> [Exercise]
The entries below should be repeated exactly, with no pictures carried over.
BEGIN
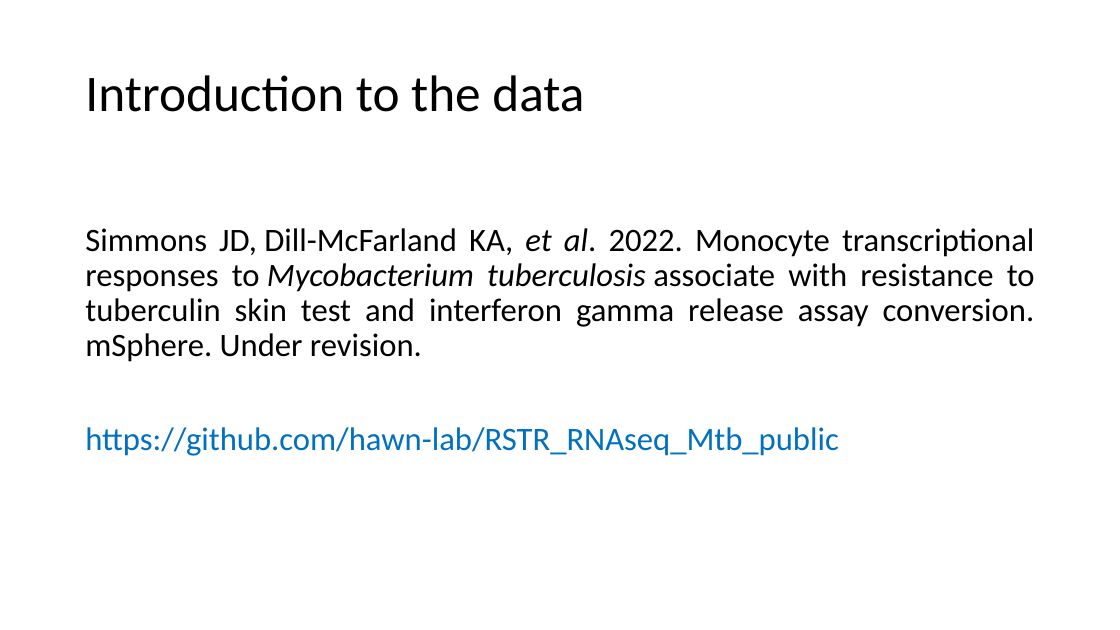
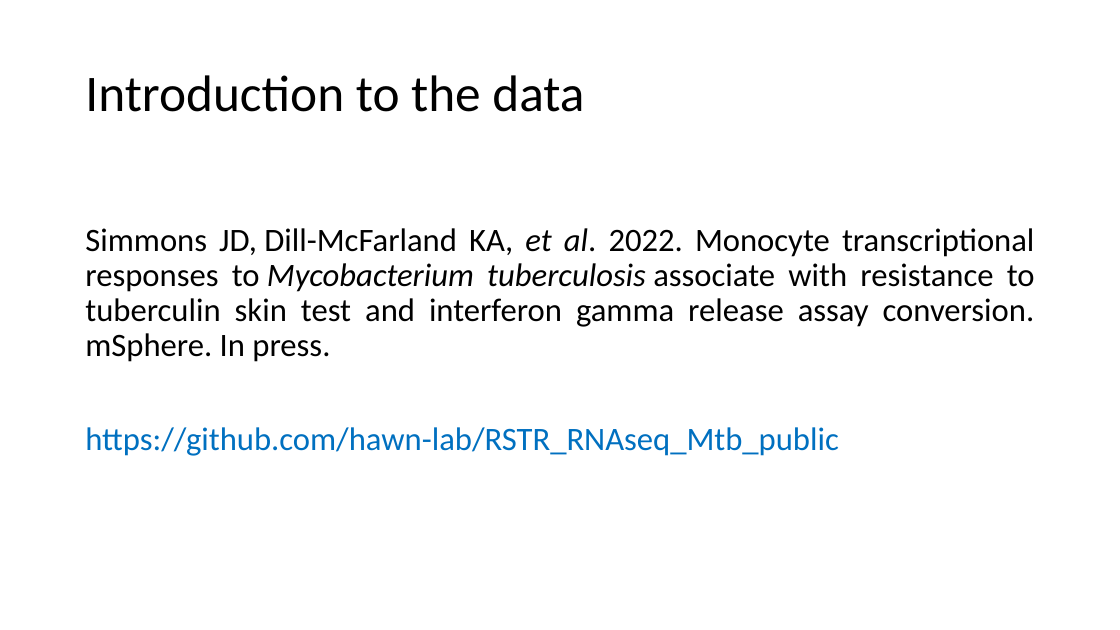
Before and after one commit to BIGslu/2022_ASM_Microbe_RNAseq, a slide deck: slide 9 of 0_welcome/welcome.pptx (slide 8 before the commit). Drawn at 1120x630 pixels with LibreOffice and Linux fonts; fonts in the diff are those of the drawing. Boxes give left, top, right and bottom in pixels: in the first picture for what was removed or moved away, otherwise in the second. Text is boxed around its words. In the diff, an @@ line names an element or a change of style, - is before the commit and + after.

```diff
--- a/0_welcome/welcome.pptx
+++ b/0_welcome/welcome.pptx
@@ text at (85, 228, 1035, 362): text changed @@
-Simmons JD, Dill-McFarland KA, et al. 2022. Monocyte transcriptional responses to Mycobacterium tuberculosis associate with resistance to tuberculin skin test and interferon gamma release assay conversion. mSphere. Under revision.
+Simmons JD, Dill-McFarland KA, et al. 2022. Monocyte transcriptional responses to Mycobacterium tuberculosis associate with resistance to tuberculin skin test and interferon gamma release assay conversion. mSphere. In press.
```
Also in this commit, not shown: 1 slide added.
END
> [Exercise solution]
Before and after one commit to BIGslu/2022_ASM_Microbe_RNAseq, a slide deck: slide 9 of 0_welcome/welcome.pptx (slide 8 before the commit). Drawn at 1120x630 pixels with LibreOffice and Linux fonts; fonts in the diff are those of the drawing. Boxes give left, top, right and bottom in pixels: in the first picture for what was removed or moved away, otherwise in the second. Text is boxed around its words. In the diff, an @@ line names an element or a change of style, - is before the commit and + after.

```diff
--- a/0_welcome/welcome.pptx
+++ b/0_welcome/welcome.pptx
@@ text at (85, 228, 1035, 362): text changed @@
-Simmons JD, Dill-McFarland KA, et al. 2022. Monocyte transcriptional responses to Mycobacterium tuberculosis associate with resistance to tuberculin skin test and interferon gamma release assay conversion. mSphere. Under revision.
+Simmons JD, Dill-McFarland KA, et al. 2022. Monocyte transcriptional responses to Mycobacterium tuberculosis associate with resistance to tuberculin skin test and interferon gamma release assay conversion. mSphere. In press.
```
Also in this commit, not shown: 1 slide added.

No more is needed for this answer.